Surface condensation forms when a surface is colder than the dew point of the air touching it, so vapour condenses into visible liquid water on it. Mould, importantly, starts earlier than that — it only needs the surface relative humidity to stay high (around 80%) for sustained periods. So the visible black patches are the end of a process that began with a cold surface and humid air, long before any water was visible.
The mould growth mechanism
Mould spores are present in essentially all indoor air; they are harmless until they find the conditions to germinate. Three things must coincide for sustained growth: a high enough surface relative humidity, a tolerable temperature, and enough time. Building scientists describe this with 'isopleths' — curves showing the combination of surface RH and temperature (and duration) at which a given mould will germinate and grow:
- Surface RH around 80% sustained is the practical lower threshold for the most moisture-tolerant moulds — well below the 100% of visible condensation.
- Temperature in the typical indoor range (say 5–30 °C) is comfortable for mould; growth is fastest in warm, humid conditions.
- Time matters — brief humidity spikes (a shower) don't grow mould; sustained high surface RH (a cold corner all winter) does. This is the 'time of wetness' concept.

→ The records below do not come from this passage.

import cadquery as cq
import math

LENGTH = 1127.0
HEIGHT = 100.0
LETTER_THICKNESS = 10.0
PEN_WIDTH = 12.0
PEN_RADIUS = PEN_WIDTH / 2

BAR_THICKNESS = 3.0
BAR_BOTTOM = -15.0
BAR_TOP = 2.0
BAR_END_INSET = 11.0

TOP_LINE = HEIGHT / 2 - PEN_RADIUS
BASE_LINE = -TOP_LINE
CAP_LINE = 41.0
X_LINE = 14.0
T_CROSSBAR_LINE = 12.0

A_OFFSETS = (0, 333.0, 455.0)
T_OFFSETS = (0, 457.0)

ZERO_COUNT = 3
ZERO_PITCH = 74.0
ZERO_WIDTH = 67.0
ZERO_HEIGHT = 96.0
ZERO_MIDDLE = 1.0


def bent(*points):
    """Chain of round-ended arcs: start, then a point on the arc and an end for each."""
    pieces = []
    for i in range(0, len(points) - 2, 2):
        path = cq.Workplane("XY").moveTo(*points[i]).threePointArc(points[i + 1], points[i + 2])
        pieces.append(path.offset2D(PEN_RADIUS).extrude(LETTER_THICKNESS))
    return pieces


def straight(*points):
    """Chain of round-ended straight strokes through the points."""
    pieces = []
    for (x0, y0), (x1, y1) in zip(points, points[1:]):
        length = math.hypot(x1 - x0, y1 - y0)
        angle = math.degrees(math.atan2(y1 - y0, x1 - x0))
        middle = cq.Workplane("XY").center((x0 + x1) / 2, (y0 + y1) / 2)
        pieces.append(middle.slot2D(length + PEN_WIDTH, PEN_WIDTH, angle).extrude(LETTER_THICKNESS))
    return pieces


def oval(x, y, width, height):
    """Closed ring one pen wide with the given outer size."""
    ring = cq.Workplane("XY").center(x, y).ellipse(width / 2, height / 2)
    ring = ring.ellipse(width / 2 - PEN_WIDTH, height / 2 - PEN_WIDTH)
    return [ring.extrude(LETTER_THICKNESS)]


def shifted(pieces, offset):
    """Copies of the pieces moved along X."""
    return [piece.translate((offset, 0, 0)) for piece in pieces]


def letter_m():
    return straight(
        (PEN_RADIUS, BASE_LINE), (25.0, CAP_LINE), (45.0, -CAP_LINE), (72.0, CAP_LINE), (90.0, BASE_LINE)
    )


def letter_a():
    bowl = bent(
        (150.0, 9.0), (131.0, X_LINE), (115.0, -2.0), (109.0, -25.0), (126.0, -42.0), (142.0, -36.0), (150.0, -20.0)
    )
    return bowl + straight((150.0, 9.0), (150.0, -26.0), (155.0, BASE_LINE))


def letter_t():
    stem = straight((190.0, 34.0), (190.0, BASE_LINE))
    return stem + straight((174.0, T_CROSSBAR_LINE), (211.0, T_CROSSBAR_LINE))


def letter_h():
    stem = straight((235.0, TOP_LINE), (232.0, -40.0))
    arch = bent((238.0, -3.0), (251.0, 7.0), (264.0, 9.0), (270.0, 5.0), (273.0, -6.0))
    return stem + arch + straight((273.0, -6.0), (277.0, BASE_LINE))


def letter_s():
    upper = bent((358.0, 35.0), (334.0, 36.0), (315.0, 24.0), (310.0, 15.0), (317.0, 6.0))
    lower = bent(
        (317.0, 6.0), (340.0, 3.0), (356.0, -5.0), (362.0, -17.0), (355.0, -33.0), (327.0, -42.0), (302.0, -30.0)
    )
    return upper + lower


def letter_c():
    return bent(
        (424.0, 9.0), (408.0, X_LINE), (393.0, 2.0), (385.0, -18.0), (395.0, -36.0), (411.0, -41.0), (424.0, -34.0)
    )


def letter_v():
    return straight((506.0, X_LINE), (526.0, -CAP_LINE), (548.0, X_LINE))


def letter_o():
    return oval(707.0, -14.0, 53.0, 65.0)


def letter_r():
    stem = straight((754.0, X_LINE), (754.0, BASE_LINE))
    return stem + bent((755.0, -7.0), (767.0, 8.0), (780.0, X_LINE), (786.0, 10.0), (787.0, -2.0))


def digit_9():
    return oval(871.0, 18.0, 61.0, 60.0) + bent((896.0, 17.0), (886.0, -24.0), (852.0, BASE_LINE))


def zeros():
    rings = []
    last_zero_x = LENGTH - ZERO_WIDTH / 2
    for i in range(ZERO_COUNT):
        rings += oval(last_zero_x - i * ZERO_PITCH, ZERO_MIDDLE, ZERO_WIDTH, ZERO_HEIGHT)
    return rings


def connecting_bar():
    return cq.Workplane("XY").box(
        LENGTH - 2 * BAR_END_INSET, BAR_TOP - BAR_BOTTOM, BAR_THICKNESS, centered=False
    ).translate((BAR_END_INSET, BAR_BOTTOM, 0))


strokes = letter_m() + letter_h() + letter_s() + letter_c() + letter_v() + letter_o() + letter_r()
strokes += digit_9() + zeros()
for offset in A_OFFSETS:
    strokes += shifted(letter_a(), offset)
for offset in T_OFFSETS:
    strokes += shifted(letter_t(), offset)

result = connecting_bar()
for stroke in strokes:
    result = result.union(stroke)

| Surface RH (sustained) | Condition | Risk |
|---|---|---|
| Below ~75% | Surface comfortably above dew point | Safe |
| ~80% | Germination threshold for tolerant moulds | Mould growth begins |
| 80–100% | Cold surface, no visible water yet | Active mould growth |
| 100% | Surface at/below dew point | Visible condensation + mould |
The fRsi temperature factor
Building physics quantifies the risk of a cold surface with the temperature factor fRsi — the ratio of (internal surface temperature minus external temperature) to (internal air temperature minus external temperature). A higher fRsi means a warmer internal surface relative to the conditions. UK guidance (informed by BS EN ISO 13788 and BRE work) sets a minimum fRsi of 0.75 for dwellings to avoid mould at junctions. Well-detailed, Passive-House-grade junctions comfortably exceed this; many older or poorly-detailed junctions fail it — which is exactly where mould appears.

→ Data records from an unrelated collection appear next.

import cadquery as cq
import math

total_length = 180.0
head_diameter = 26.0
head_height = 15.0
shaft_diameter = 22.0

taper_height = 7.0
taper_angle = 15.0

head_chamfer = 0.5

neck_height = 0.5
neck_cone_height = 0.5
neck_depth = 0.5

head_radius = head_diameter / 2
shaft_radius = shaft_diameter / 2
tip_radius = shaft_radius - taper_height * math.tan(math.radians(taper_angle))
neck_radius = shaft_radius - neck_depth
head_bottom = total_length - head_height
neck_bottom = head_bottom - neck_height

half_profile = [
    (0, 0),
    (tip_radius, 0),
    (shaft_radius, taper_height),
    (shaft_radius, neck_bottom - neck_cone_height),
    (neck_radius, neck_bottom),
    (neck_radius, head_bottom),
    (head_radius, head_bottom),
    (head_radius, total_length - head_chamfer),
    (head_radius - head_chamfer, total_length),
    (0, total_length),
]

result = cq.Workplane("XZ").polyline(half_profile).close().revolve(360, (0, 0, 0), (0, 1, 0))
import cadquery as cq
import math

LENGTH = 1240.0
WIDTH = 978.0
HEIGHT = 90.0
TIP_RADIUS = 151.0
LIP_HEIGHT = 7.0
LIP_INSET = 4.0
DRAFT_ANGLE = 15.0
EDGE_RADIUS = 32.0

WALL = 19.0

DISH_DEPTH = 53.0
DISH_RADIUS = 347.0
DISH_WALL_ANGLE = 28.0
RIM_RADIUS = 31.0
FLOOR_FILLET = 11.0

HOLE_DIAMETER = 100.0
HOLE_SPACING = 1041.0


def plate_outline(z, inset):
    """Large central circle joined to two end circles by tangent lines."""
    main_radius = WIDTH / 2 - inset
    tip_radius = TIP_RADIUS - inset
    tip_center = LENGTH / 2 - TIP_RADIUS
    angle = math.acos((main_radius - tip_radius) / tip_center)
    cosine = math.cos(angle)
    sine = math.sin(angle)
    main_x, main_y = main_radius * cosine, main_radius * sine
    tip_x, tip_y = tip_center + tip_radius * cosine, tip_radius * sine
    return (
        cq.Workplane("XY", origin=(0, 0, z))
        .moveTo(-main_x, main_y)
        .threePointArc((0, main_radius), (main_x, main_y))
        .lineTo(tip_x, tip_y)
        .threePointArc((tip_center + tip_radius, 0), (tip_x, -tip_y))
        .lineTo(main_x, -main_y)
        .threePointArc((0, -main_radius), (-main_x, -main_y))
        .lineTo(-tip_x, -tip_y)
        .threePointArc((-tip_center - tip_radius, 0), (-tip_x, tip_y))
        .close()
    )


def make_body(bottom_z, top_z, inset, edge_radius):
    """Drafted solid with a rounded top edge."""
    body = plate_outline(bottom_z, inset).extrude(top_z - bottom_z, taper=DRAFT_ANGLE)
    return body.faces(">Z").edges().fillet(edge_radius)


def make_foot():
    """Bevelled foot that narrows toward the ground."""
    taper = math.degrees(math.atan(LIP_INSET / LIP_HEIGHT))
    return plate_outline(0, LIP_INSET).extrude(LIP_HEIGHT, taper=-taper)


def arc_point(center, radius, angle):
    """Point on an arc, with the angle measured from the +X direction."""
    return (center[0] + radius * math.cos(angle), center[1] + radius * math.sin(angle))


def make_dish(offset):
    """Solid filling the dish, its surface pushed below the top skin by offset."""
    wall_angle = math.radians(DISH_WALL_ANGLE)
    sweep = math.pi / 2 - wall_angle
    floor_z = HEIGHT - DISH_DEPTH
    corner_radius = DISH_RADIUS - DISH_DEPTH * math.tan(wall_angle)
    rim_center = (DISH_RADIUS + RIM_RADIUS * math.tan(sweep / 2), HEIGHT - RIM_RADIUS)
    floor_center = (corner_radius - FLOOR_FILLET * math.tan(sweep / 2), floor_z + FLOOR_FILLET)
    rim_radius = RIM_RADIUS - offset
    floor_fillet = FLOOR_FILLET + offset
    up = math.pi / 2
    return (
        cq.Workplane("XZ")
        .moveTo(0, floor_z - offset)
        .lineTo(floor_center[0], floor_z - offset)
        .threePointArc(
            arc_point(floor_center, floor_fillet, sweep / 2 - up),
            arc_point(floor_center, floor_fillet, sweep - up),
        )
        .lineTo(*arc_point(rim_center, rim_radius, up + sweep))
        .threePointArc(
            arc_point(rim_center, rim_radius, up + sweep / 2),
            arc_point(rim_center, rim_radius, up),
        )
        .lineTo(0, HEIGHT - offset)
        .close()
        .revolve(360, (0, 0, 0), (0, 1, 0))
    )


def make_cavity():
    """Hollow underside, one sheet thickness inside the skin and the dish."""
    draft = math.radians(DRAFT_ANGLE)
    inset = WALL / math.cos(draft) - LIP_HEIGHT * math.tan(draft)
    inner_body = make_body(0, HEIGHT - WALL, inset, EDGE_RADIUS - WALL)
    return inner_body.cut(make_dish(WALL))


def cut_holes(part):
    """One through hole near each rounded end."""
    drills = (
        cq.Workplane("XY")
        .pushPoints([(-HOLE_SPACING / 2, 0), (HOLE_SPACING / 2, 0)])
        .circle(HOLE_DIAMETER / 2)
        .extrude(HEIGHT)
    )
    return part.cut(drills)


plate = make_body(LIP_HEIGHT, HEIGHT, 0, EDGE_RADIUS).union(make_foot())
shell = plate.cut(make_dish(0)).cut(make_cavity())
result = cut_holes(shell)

Common indoor moulds and health
The usual culprits on damp internal surfaces include Cladosporium, Aspergillus, Penicillium and, in persistently wet conditions, Stachybotrys chartarum (the 'black mould' associated with the worst cases). Beyond staining and odour, mould and the damp conditions that cause it are linked to respiratory irritation, allergic responses and aggravation of asthma — and following high-profile cases, UK guidance now treats persistent damp and mould in homes as a health risk to be addressed at its cause, not just cleaned.
Why bleaching doesn't work
Wiping mould off with bleach or a fungicidal wash removes the visible growth but changes none of the conditions that created it. The surface is still cold; the air is still humid; the surface RH still crosses 80% every winter night. So the mould returns, usually within weeks to months. Treating the mould without treating the building physics is the single most common — and most futile — response to the problem.
How we diagnose it
- Log room temperature and RH over a representative period to capture the real daily humidity cycle.
- Thermal-image the affected surfaces to map the cold spots and read their surface temperatures.
- Calculate dew point and surface RH at the mould locations — confirming the mechanism with numbers.
- Rule penetrating/rising damp in or out (external survey, moisture measurement on multiple substrates).
- Specify a remediation that raises the cold surfaces and controls the humidity — not a coat of fungicide.